Demidenko and Stukel (2005) describe leverage for mixed (hierarchical) linear models as being the sum of two components, a leverage associated with the fixed (H_1) and a leverage associated with the random effects (H_2) where

H_1 = X (X^\prime V^{-1} X)^{-1} X^\prime V^{-1}

and

H_2 = ZDZ^{\prime} V^{-1} (I - H_1)

Nobre and Singer (2011) propose using

H_2^* = ZDZ^{\prime}

as the random effects leverage as it does not rely on the fixed effects.

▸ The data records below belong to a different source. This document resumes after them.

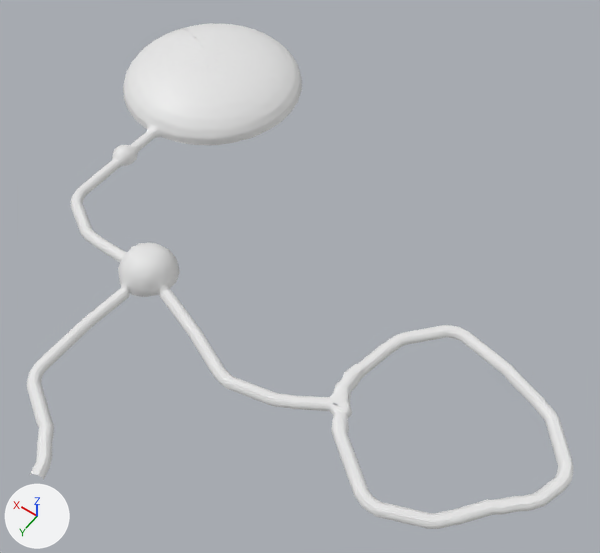
Renders of the FBX model Catacombs/Assets/3D Objects/final_chamber.fbx from each side of a commit.
One viewpoint serves both versions: a camera (50 mm lens) standing at (-424.0, 390.0, 569.0) and looking at (-167.0, 31.0, 4.0). Lighting does not change. The marker at lower left points along +X, +Y and +Z.
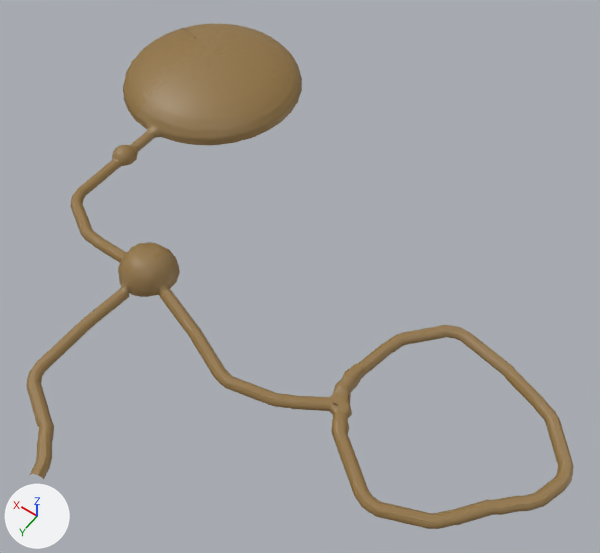
The change in detail:
Picture 'dirt2.png' (img_dirt2_png) is new.
Material 'Material' (mat_material) is new.
Uses the picture img_dirt2_png.
me_sphere has 14333 vertices, 13597 faces and spans x -436.0..157.0, y -210.0..309.0, z -4.0..33.0.
me_sphere now uses material mat_material.

Boxes (x1, y1, x2, y2) around the edits, measured in the pictures (600 x 553 px):
'Sphere', recoloured (white to brown)
    both: (26, 23, 573, 529)

For individual observations leverage uses the diagonal elements of the above matrices as the measure of leverage. For higher-level units, leverage uses the mean trace of the above matrices associated with each higher-level unit.

Value

leverage returns a data frame with the following columns:

overall

The overall leverage, i.e. H = H_1 + H_2.

fixef

The leverage corresponding to the fixed effects.

ranef

The leverage corresponding to the random effects proposed by Demidenko and Stukel (2005).

ranef.uc

The (unconfounded) leverage corresponding to the random effects proposed by Nobre and Singer (2011).

Author(s)

Adam Loy loyad01@gmail.com

References

Demidenko, E., & Stukel, T. A. (2005) Influence analysis for linear mixed-effects models. Statistics in Medicine, 24(6), 893–909.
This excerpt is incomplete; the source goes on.